WHAT YOU SHOULD DO → If a line of the data below holds the string "that", copy it.

SOURCE RECORDS →

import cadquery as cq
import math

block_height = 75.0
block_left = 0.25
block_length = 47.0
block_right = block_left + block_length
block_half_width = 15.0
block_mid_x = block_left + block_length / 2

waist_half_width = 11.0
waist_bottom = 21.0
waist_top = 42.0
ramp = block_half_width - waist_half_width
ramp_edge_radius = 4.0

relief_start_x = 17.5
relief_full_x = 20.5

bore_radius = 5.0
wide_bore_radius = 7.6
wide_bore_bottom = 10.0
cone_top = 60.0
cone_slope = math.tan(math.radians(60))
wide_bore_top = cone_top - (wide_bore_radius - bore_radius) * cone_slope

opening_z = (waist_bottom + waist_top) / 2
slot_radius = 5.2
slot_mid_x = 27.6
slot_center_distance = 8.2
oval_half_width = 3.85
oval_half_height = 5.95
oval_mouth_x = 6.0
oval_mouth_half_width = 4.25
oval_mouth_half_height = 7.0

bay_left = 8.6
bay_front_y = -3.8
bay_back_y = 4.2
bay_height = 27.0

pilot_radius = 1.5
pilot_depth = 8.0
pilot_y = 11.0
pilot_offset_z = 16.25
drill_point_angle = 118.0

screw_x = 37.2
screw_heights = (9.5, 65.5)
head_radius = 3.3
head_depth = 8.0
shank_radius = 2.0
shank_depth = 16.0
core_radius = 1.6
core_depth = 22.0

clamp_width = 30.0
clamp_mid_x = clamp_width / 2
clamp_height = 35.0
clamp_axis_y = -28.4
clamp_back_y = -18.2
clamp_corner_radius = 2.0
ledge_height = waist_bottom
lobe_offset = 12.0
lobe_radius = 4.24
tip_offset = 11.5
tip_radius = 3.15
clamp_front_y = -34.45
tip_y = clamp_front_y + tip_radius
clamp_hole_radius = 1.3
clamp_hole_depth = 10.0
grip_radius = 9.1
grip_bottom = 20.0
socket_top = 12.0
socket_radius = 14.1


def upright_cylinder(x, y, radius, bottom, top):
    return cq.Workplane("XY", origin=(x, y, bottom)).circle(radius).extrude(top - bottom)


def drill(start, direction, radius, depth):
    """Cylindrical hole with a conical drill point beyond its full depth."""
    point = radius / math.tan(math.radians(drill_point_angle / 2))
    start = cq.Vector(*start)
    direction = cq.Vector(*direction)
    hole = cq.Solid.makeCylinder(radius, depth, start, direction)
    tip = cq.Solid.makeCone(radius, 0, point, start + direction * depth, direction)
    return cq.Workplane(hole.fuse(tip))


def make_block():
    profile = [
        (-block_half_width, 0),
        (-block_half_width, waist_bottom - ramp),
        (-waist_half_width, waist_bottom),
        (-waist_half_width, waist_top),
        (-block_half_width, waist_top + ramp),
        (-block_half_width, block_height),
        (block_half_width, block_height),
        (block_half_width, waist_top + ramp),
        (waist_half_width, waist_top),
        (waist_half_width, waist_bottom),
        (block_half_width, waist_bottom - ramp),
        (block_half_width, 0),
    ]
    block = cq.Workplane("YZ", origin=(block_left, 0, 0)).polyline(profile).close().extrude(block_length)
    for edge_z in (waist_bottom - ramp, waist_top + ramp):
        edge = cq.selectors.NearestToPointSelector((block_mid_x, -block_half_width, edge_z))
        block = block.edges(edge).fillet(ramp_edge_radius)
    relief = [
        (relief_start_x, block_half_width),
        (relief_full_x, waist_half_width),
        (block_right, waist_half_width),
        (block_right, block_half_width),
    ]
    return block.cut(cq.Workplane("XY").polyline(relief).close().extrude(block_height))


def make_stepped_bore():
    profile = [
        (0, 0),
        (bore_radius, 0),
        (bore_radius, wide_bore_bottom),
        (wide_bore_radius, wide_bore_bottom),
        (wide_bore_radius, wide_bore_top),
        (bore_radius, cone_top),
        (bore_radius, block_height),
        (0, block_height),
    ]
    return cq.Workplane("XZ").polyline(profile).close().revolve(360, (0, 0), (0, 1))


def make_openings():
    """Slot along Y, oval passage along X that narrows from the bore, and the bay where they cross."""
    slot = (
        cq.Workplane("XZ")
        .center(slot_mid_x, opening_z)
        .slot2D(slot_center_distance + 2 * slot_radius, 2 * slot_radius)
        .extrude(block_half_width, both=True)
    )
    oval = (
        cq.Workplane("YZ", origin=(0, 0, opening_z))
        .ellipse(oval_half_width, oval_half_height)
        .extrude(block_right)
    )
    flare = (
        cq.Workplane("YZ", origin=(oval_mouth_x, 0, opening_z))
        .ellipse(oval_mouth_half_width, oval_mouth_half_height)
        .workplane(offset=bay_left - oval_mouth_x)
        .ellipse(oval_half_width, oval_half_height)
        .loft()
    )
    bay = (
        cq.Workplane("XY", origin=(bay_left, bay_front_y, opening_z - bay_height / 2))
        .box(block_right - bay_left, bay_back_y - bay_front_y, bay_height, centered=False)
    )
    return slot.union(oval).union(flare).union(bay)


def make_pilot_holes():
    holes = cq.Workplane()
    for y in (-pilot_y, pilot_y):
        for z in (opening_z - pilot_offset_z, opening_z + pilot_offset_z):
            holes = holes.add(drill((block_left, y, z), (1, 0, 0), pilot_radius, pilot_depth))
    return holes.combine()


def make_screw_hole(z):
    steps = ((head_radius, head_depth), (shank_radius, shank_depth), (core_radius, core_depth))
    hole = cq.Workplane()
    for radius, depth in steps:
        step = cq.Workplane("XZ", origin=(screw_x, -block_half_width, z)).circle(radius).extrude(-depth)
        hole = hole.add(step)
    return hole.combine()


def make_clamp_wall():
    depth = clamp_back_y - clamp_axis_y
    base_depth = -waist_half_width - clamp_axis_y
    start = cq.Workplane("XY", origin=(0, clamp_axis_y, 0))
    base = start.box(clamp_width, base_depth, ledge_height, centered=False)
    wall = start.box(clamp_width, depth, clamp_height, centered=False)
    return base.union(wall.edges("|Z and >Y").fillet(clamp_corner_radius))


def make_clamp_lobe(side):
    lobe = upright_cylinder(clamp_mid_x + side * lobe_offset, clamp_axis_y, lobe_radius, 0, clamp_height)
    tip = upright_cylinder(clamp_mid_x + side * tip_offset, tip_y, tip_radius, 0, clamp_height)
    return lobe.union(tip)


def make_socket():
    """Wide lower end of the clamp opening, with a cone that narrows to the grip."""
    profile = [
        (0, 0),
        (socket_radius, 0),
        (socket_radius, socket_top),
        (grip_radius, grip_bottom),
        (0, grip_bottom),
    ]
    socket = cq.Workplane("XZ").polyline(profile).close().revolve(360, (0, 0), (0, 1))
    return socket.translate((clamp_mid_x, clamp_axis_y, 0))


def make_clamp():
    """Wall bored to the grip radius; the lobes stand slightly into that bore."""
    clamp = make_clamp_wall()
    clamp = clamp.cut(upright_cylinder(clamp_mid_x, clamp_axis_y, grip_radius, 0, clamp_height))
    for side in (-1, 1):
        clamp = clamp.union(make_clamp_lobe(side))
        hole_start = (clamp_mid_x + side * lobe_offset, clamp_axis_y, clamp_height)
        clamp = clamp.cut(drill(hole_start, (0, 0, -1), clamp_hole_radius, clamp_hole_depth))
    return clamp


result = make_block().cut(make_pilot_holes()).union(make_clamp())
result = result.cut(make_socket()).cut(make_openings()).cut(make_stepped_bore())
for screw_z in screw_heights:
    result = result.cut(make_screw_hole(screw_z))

ANSWER BELOW →
    """Slot along Y, oval passage along X that narrows from the bore, and the bay where they cross."""
    """Wide lower end of the clamp opening, with a cone that narrows to the grip."""
    """Wall bored to the grip radius; the lobes stand slightly into that bore."""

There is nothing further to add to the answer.